From the inside, this high position turns the apartment into a watchtower open to the landscape in the distance, and with a connection to the immediate surroundings, it also allows the outside to be introduced inside. And it is in this way, from the outside in, taking into account the views, the horizon and the treetops, that this dwelling of slightly square proportions - 10x10 metres - and 105 m2, facing west, is designed.
In contrast to the excessive compartmentalisation of the existing layout, organised into 12 rooms, the proposal seeks to liberate the domestic space, not only to make it as fluid and flexible as possible but also to facilitate its opening to the exterior and therefore to natural light and the landscape. To this end, an organisation is proposed that divides the apartment into two well-defined areas: a public one and a private one.
The epicentre of the public part is a white-lacquered metallic bookcase, 2.40 metres high and 2.35 metres long, 38 centimetres wide and 5 mm thick, with a capacity to hold up to 500 books; a vortex-object containing part of their collection of books, very light in appearance, situated in the heart of the apartment and which, through its design of concealed profiles, appears to be suspended between two pillars of exposed concrete. Books float and at the same time organise and articulate the communal space, around which the actions of cooking, eating, resting, reading and even listening to music on the record player orbit.
A floor-to-ceiling white wall containing two hidden passages is the line that separates the public and private areas. While one passage gives access to a bedroom with an en suite bathroom, the other connects to a space that today is a workplace for both of them but which in the future could be adapted to a bedroom when their family grows.
The transition from one world to the other, from the public to the private, takes place through thresholds materialised in carpets of yellow rectangular ceramic pieces; these liminal spaces, also present in the access to the dwelling, define an intermediate place while marking the transition from one room to another. Ceramics are also present in the spaces dedicated to body care, enveloping the back of the space in a terracotta colour, in order to define the specific limits of the shower.
The L-shaped, west-facing terrace is the outdoor room that circulates around the public and private spaces of the apartment but also works to bring the city inside.

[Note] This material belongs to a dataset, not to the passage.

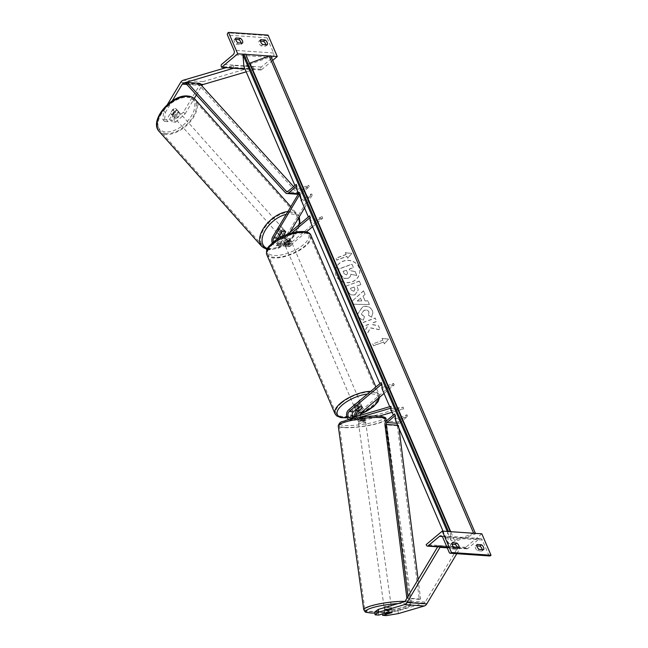 <?xml version="1.0" encoding="UTF-8"?>
<svg xmlns="http://www.w3.org/2000/svg" width="648" height="648" viewBox="0 0 648 648"><rect width="100%" height="100%" fill="white"/><g stroke="black" fill="none" stroke-linecap="round" stroke-linejoin="round"><path stroke-width="0.49" stroke-dasharray="3.24 2.43" d="M285.574 232.033L284.691 231.069L281.378 236.617M306.31 231.984L290.118 245.592L285.914 245.3L290.96 241.056A3.621 1.426 156.8 0 0 290.936 240.651A3.621 1.426 156.8 0 0 287.007 240.781L281.953 245.025A5.435 3.961 -86.1 0 1 279.612 245.859A5.435 3.961 -86.1 0 1 276.315 242.708A5.435 3.961 -86.1 0 1 276.963 237.119L280.738 230.801A3.621 2.033 -42.3 0 1 283.403 229.789A3.621 2.033 -42.3 0 1 284.367 230.21A3.621 2.033 -42.3 0 1 284.691 231.069M285.663 231.887A3.621 2.033 137.7 0 0 285.379 231.32L284.367 230.21M285.914 245.3A5.435 3.961 93.9 0 1 283.573 246.127A5.435 3.961 93.9 0 1 280.268 242.976A5.435 3.961 93.9 0 1 280.916 237.387L281.054 237.16M290.118 245.592A5.435 3.961 93.9 0 1 287.777 246.418A5.435 3.961 93.9 0 1 284.472 243.267A5.435 3.961 93.9 0 1 285.12 237.678L311.307 193.89L300.85 200.613L298.947 193.039M287.817 234.203L277.093 243.211A3.621 2.641 93.9 0 1 275.538 243.761A3.621 2.641 93.9 0 1 273.44 241.979M277.571 239.12A3.621 2.641 -86.1 0 0 279.742 244.053A3.621 2.641 -86.1 0 0 281.297 243.502L286.351 239.258A3.621 1.426 -23.2 0 1 290.28 239.12A3.621 1.426 -23.2 0 1 290.304 239.525L285.258 243.769A3.621 2.641 93.9 0 1 283.694 244.32A3.621 2.641 93.9 0 1 281.491 242.222A3.621 2.641 93.9 0 1 281.929 238.496L283.411 236.01M312.579 226.719L322.736 218.19L322.08 216.667L289.462 244.061A3.621 2.641 93.9 0 1 287.898 244.612A3.621 2.641 93.9 0 1 285.695 242.514A3.621 2.641 93.9 0 1 286.132 238.788L289.931 232.43M304.552 207.984L312.32 194.991L301.863 201.714L298.477 193.825M311.307 193.89L312.32 194.991M322.08 216.667L310.149 221.065L309.712 215.816M322.736 218.19L310.805 222.596L310.149 221.065M291.819 232.924L277.749 244.742A5.435 3.961 93.9 0 1 275.408 245.568A5.435 3.961 93.9 0 1 272.29 242.927M300.85 200.613L301.863 201.714M281.75 231.911L280.738 230.801M286.351 239.258L287.007 240.781M290.304 239.525L290.96 241.056M242.49 43.157L240.886 44.51A3.621 2.025 -130 0 0 241.113 43.06M267.219 44.858L265.615 46.211L261.16 45.903A3.621 2.025 50 0 1 259.062 41.002L260.447 41.099M265.842 44.761A3.621 2.025 -130 0 1 265.615 46.211M270.864 56.093L269.285 55.987M245.689 54.367L244.102 54.254M235.945 37.957L234.333 39.309L235.718 39.407M234.333 39.309A3.621 2.025 50 0 0 236.431 44.202L240.886 44.51M272.703 60.369L261.185 70.041L260.861 69.271A1.628 1.191 93.9 0 1 261.306 67.028L272.67 57.478A3.256 2.373 -86.1 0 0 273.561 52.99L267.073 37.843A1.628 1.191 93.9 0 1 267.511 35.6L268.086 35.114M261.185 70.041L244.944 68.923M260.674 39.658L259.062 41.002M262.772 44.55L261.16 45.903M238.043 42.849L236.431 44.202M290.733 243.778A3.621 1.426 -23.2 0 1 287.299 245.414A3.621 1.426 -23.2 0 1 284.934 245.033A3.621 1.426 -23.2 0 1 285.792 243.437A3.621 1.426 -23.2 0 1 289.227 241.801A3.621 1.426 -23.2 0 1 291.592 242.182A3.621 1.426 -23.2 0 1 290.733 243.778M286.861 239.055L287.647 240.886A3.621 1.426 156.8 0 0 285.266 242.214A3.621 1.426 156.8 0 0 284.367 243.64L283.581 241.809L286.861 239.055A3.621 1.426 -23.2 0 1 290.28 239.12A3.621 1.426 -23.2 0 1 290.32 239.29L287.04 242.044A3.621 1.426 -23.2 0 1 283.622 241.971A3.621 1.426 -23.2 0 1 283.581 241.809M287.04 242.044L287.825 243.883A3.621 1.426 156.8 0 0 290.215 242.555A3.621 1.426 156.8 0 0 291.106 241.129L290.32 239.29M358.984 407.325L358.198 405.486A3.621 1.426 156.8 0 0 355.817 406.814A3.621 1.426 156.8 0 0 354.918 408.248L355.631 409.917M360.231 405.932A3.621 1.426 -23.2 0 1 356.797 407.568A3.621 1.426 -23.2 0 1 354.432 407.187A3.621 1.426 -23.2 0 1 355.29 405.591A3.621 1.426 -23.2 0 1 358.733 403.955A3.621 1.426 -23.2 0 1 361.09 404.336A3.621 1.426 -23.2 0 1 360.231 405.932M359.162 410.314L358.376 408.483A3.621 1.426 156.8 0 0 360.758 407.155A3.621 1.426 156.8 0 0 361.657 405.729L362.443 407.56M287.825 243.883L291.106 241.129M287.647 240.886L284.367 243.64M358.198 405.486L354.918 408.248M358.376 408.483L361.657 405.729M359.575 404.401A3.621 1.426 -23.2 0 1 356.141 406.037A3.621 1.426 -23.2 0 1 353.776 405.656A3.621 1.426 -23.2 0 1 354.634 404.06A3.621 1.426 -23.2 0 1 358.077 402.424A3.621 1.426 -23.2 0 1 360.434 402.805A3.621 1.426 -23.2 0 1 359.575 404.401M291.389 245.309A3.621 1.426 -23.2 0 1 287.947 246.945A3.621 1.426 -23.2 0 1 285.59 246.564A3.621 1.426 -23.2 0 1 286.448 244.968A3.621 1.426 -23.2 0 1 289.883 243.332A3.621 1.426 -23.2 0 1 292.248 243.713A3.621 1.426 -23.2 0 1 291.389 245.309M273.262 244.061A22.923 9.023 -23.2 0 1 295.043 233.709A22.923 9.023 -23.2 0 1 309.987 236.107A22.923 9.023 -23.2 0 1 304.568 246.216A22.923 9.023 -23.2 0 1 282.795 256.567A22.923 9.023 -23.2 0 1 267.851 254.17A22.923 9.023 -23.2 0 1 273.262 244.061M341.456 403.153A22.923 9.023 -23.2 0 1 363.228 392.801A22.923 9.023 -23.2 0 1 378.173 395.199A22.923 9.023 -23.2 0 1 372.762 405.308A22.923 9.023 -23.2 0 1 350.981 415.66A22.923 9.023 -23.2 0 1 336.037 413.262A22.923 9.023 -23.2 0 1 341.456 403.153M164.462 121.395L162.842 119.621L163.693 110.751L165.305 112.525L164.462 121.395L168.091 121.646L174.247 111.351A3.621 2.033 -42.3 0 1 176.904 110.346A3.621 2.033 -42.3 0 1 177.876 110.768A3.621 2.033 -42.3 0 1 178.2 111.626L176.588 109.852L170.432 120.147L174.061 120.398L175.673 122.164L172.044 121.921L170.432 120.147M168.091 121.646L166.471 119.872L172.627 109.577A3.621 2.033 -42.3 0 1 175.292 108.572A3.621 2.033 -42.3 0 1 176.256 108.994A3.621 2.033 -42.3 0 1 176.588 109.852M175.673 122.164L185.085 113.886L183.473 112.112L200.451 83.73A5.792 4.22 93.9 0 1 201.577 82.377A5.792 4.22 93.9 0 1 202.962 81.624L253.255 66.833L233.474 65.472L226.136 67.635M185.085 113.886L194.254 98.553M196.409 94.956L201.86 85.844M233.806 68.162L233.474 65.472M246.2 71.839L253.611 69.66L245.009 69.069M253.611 69.66L253.255 66.833M165.305 112.525L172.311 100.813M178.2 111.626L172.044 121.921M166.471 119.872L162.842 119.621M163.693 110.751L167.387 104.571M183.473 112.112L174.061 120.398M174.247 111.351L172.627 109.577M178.354 111.545L176.58 109.553A3.621 2.082 138.3 0 0 176.305 109.042A3.621 2.082 138.3 0 0 175.308 108.589A3.621 2.082 138.3 0 0 173.065 109.261L170.627 113.343A3.621 2.082 138.3 0 0 170.902 113.862A3.621 2.082 138.3 0 0 171.89 114.307A3.621 2.082 138.3 0 0 174.134 113.643L175.908 115.628A3.621 2.082 138.3 0 0 178.354 111.545L175.908 115.628M174.458 117.183A3.621 2.082 138.3 0 0 178.176 115.239A3.621 2.082 138.3 0 0 178.864 111.918A3.621 2.082 138.3 0 0 177.876 111.464A3.621 2.082 138.3 0 0 174.158 113.416A3.621 2.082 138.3 0 0 173.462 116.737A3.621 2.082 138.3 0 0 174.458 117.183M279.013 234.406A3.621 2.082 138.3 0 0 282.739 232.454A3.621 2.082 138.3 0 0 283.427 229.133A3.621 2.082 138.3 0 0 282.439 228.687A3.621 2.082 138.3 0 0 278.713 230.639A3.621 2.082 138.3 0 0 278.024 233.96A3.621 2.082 138.3 0 0 279.013 234.406M285.679 231.863L284.496 230.534L282.05 234.625A3.621 2.082 138.3 0 0 284.496 230.534M282.05 234.625L283.233 235.945M279.596 235.508L278.535 234.325L280.981 230.243A3.621 2.082 138.3 0 0 278.535 234.325M280.981 230.243L282.164 231.571A3.621 2.082 138.3 0 1 284.407 230.899M176.58 109.553L174.134 113.643M174.839 111.254A3.621 2.082 138.3 0 0 172.4 115.336L174.839 111.254L173.065 109.261M170.627 113.343L172.4 115.336M278.033 233.304A3.621 2.082 138.3 0 0 281.75 231.352A3.621 2.082 138.3 0 0 282.439 228.031A3.621 2.082 138.3 0 0 281.451 227.586A3.621 2.082 138.3 0 0 277.733 229.53A3.621 2.082 138.3 0 0 277.036 232.851A3.621 2.082 138.3 0 0 278.033 233.304M178.864 112.574A3.621 2.082 -41.7 0 1 179.852 113.019A3.621 2.082 -41.7 0 1 179.164 116.34A3.621 2.082 -41.7 0 1 175.438 118.292A3.621 2.082 -41.7 0 1 174.45 117.839A3.621 2.082 -41.7 0 1 175.146 114.526A3.621 2.082 -41.7 0 1 178.864 112.574M166.325 133.529A22.923 13.171 -41.7 0 1 160.048 130.694A22.923 13.171 -41.7 0 1 164.438 109.674A22.923 13.171 -41.7 0 1 187.977 97.33A22.923 13.171 -41.7 0 1 194.254 100.173A22.923 13.171 -41.7 0 1 189.872 121.184A22.923 13.171 -41.7 0 1 166.325 133.529M290.563 212.341A22.923 13.171 138.3 0 0 267.025 224.686A22.923 13.171 138.3 0 0 262.634 245.697A22.923 13.171 138.3 0 0 268.912 248.54A22.923 13.171 138.3 0 0 292.459 236.196A22.923 13.171 138.3 0 0 296.841 215.185A22.923 13.171 138.3 0 0 290.563 212.341M374.73 612.004L378.359 612.255L387.747 609.493L388.103 612.32M387.747 609.493A3.621 0.648 -7.2 0 1 390.768 609.322A3.621 0.648 -7.2 0 1 391.757 609.63A3.621 0.648 -7.2 0 1 391.708 609.76L382.32 612.522L382.498 613.964M386.305 615.6L385.949 612.773L398.05 610.764L423.93 603.158A2.9 2.114 -86.1 0 0 424.618 602.778A2.9 2.114 -86.1 0 0 425.185 602.105L458.177 546.944L459.788 548.718L447.258 547.852M385.949 612.773L382.32 612.522M398.05 610.764L398.415 613.591M437.651 546.831L438.388 545.584L439.652 546.969M456.808 553.7L459.788 548.718M458.177 546.944L438.388 545.584M378.359 612.255L378.724 615.082M391.708 609.76L392.04 612.425M392.097 612.409L392.105 612.409A3.621 0.599 172.1 0 0 392.105 612.384A3.621 0.599 172.1 0 0 391.125 612.117A3.621 0.599 172.1 0 0 389.537 612.166M390.485 607.516A3.621 0.599 172.1 0 0 386.516 607.913A3.621 0.599 172.1 0 0 384.288 608.78A3.621 0.599 172.1 0 0 385.268 609.055A3.621 0.599 172.1 0 0 389.237 608.658A3.621 0.599 172.1 0 0 391.465 607.784A3.621 0.599 172.1 0 0 390.485 607.516M384.288 608.78L384.912 613.259L384.483 610.173L388.209 609.08A3.621 0.599 172.1 0 0 384.483 610.173M388.209 609.08L388.646 612.247M364.451 420.042A3.621 0.599 172.1 0 0 360.474 420.43A3.621 0.599 172.1 0 0 358.255 421.305A3.621 0.599 172.1 0 0 359.235 421.573A3.621 0.599 172.1 0 0 363.204 421.184A3.621 0.599 172.1 0 0 365.432 420.309A3.621 0.599 172.1 0 0 364.451 420.042M365.432 420.309L364.937 416.769A3.621 0.599 172.1 0 0 364.937 416.769A3.621 0.599 172.1 0 0 363.957 416.502A3.621 0.599 172.1 0 0 361.487 416.648L361.786 418.77A3.621 0.599 172.1 0 0 358.061 419.864L361.786 418.77M358.255 421.305L357.761 417.766A3.621 0.599 172.1 0 0 357.761 417.766L358.061 419.864M361.487 416.648L357.761 417.741A3.621 0.599 172.1 0 0 358.741 418.033A3.621 0.599 172.1 0 0 361.211 417.887L361.511 420.009A3.621 0.599 172.1 0 0 365.229 418.916L361.511 420.009M361.211 417.887L364.937 416.794L365.229 418.916M391.465 607.784L392.105 612.384L391.659 609.225L387.933 610.319A3.621 0.599 172.1 0 0 391.659 609.225M387.933 610.319L388.379 613.502M364.694 421.808A3.621 0.599 172.1 0 0 360.725 422.204A3.621 0.599 172.1 0 0 358.498 423.071A3.621 0.599 172.1 0 0 359.478 423.338A3.621 0.599 172.1 0 0 363.455 422.95A3.621 0.599 172.1 0 0 365.675 422.075A3.621 0.599 172.1 0 0 364.694 421.808M385.025 607.281A3.621 0.599 -7.9 0 1 384.045 607.014A3.621 0.599 -7.9 0 1 386.265 606.139A3.621 0.599 -7.9 0 1 390.234 605.75A3.621 0.599 -7.9 0 1 391.214 606.018A3.621 0.599 -7.9 0 1 388.994 606.893A3.621 0.599 -7.9 0 1 385.025 607.281M404.133 601.668A22.923 3.783 -7.9 0 1 410.33 603.361A22.923 3.783 -7.9 0 1 396.268 608.885A22.923 3.783 -7.9 0 1 371.126 611.372A22.923 3.783 -7.9 0 1 364.929 609.671A22.923 3.783 -7.9 0 1 378.991 604.147A22.923 3.783 -7.9 0 1 404.133 601.668M345.587 427.429A22.923 3.783 172.1 0 0 370.721 424.942A22.923 3.783 172.1 0 0 384.791 419.418A22.923 3.783 172.1 0 0 378.594 417.725A22.923 3.783 172.1 0 0 353.452 420.204A22.923 3.783 172.1 0 0 339.382 425.728A22.923 3.783 172.1 0 0 345.587 427.429M458.857 547.973L457.253 549.326A3.621 2.025 50 0 0 457.472 547.884M483.586 549.674L481.982 551.027A3.621 2.025 50 0 0 482.201 549.577M454.41 547.673L452.798 549.018A3.621 2.025 -130 0 1 450.7 544.126L452.085 544.223M452.798 549.018L457.253 549.326M481.829 533.814L465.75 547.317L466.082 548.087A1.628 1.191 -86.1 0 0 466.997 548.84A1.628 1.191 -86.1 0 0 467.702 548.597L479.075 539.047A3.256 2.373 93.9 0 1 480.476 538.545A3.256 2.373 93.9 0 1 482.323 540.059L488.811 555.206A1.628 1.191 -86.1 0 0 489.734 555.96M481.982 551.027L477.527 550.719A3.621 2.025 -130 0 1 475.43 545.827L476.815 545.916M465.75 547.317L426.182 544.604M479.139 549.366L477.527 550.719M477.041 544.474L475.43 545.827M452.312 542.773L450.7 544.126M356.214 416.534A3.621 2.641 -86.1 0 0 358.441 418.713A3.621 2.641 -86.1 0 0 359.138 418.64L364.897 416.948A3.621 0.648 172.8 0 0 364.946 416.818A3.621 0.648 172.8 0 0 363.957 416.502A3.621 0.648 172.8 0 0 360.936 416.672L361.163 418.438A3.621 0.648 -7.2 0 1 364.184 418.268A3.621 0.648 -7.2 0 1 365.164 418.584A3.621 0.648 -7.2 0 1 365.116 418.713L359.356 420.406A5.435 3.961 -86.1 0 1 358.312 420.52A5.435 3.961 -86.1 0 1 354.893 416.923M381.178 382.555L381.615 387.804L393.547 383.405L360.928 410.8A5.435 3.961 -86.1 0 0 359.016 416.769A5.435 3.961 -86.1 0 0 362.516 420.811A5.435 3.961 -86.1 0 0 363.56 420.698L379.169 416.105M360.928 410.8L356.724 410.516A5.435 3.961 -86.1 0 0 356.497 410.719M360.936 416.672L355.177 418.365A3.621 2.641 93.9 0 1 354.48 418.446A3.621 2.641 93.9 0 1 352.877 417.515M348.81 419.531A5.435 3.961 -86.1 0 0 350.155 419.961A5.435 3.961 -86.1 0 0 351.2 419.847L359.478 417.409M360.248 415.352A3.621 2.641 -86.1 0 0 362.645 419.005A3.621 2.641 -86.1 0 0 363.342 418.924L403.267 407.187L390.566 408.677L390.898 406.337M392.113 412.298L403.485 408.953L391.295 410.387M356.724 410.516L361.77 406.272A3.621 1.426 156.8 0 0 361.746 405.867A3.621 1.426 156.8 0 0 357.817 405.996L352.763 410.241A5.435 3.961 93.9 0 0 350.851 416.21A5.435 3.961 93.9 0 0 354.359 420.252A5.435 3.961 93.9 0 0 355.404 420.131L361.163 418.438M403.485 408.953L403.267 407.187M393.547 383.405L394.203 384.936L384.045 393.466M394.203 384.936L382.271 389.335L379.85 383.673M381.615 387.804L382.271 389.335M390.785 410.443L390.566 408.677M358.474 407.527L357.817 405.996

And it is precisely on this terrace, three months after moving in, in July 2023, that we set up an improvised domestic scene in the shade; we join two different tables and some chairs brought from here and there, lay a chequered tablecloth and order Vietnamese food. While we wait, Victoria prepares some Micheladas and Estefanía, on the deckchair, tells us how much the colour of the railing reminds her of her native Cádiz. Duna, the Andalusian dog, excitedly circles the apartment.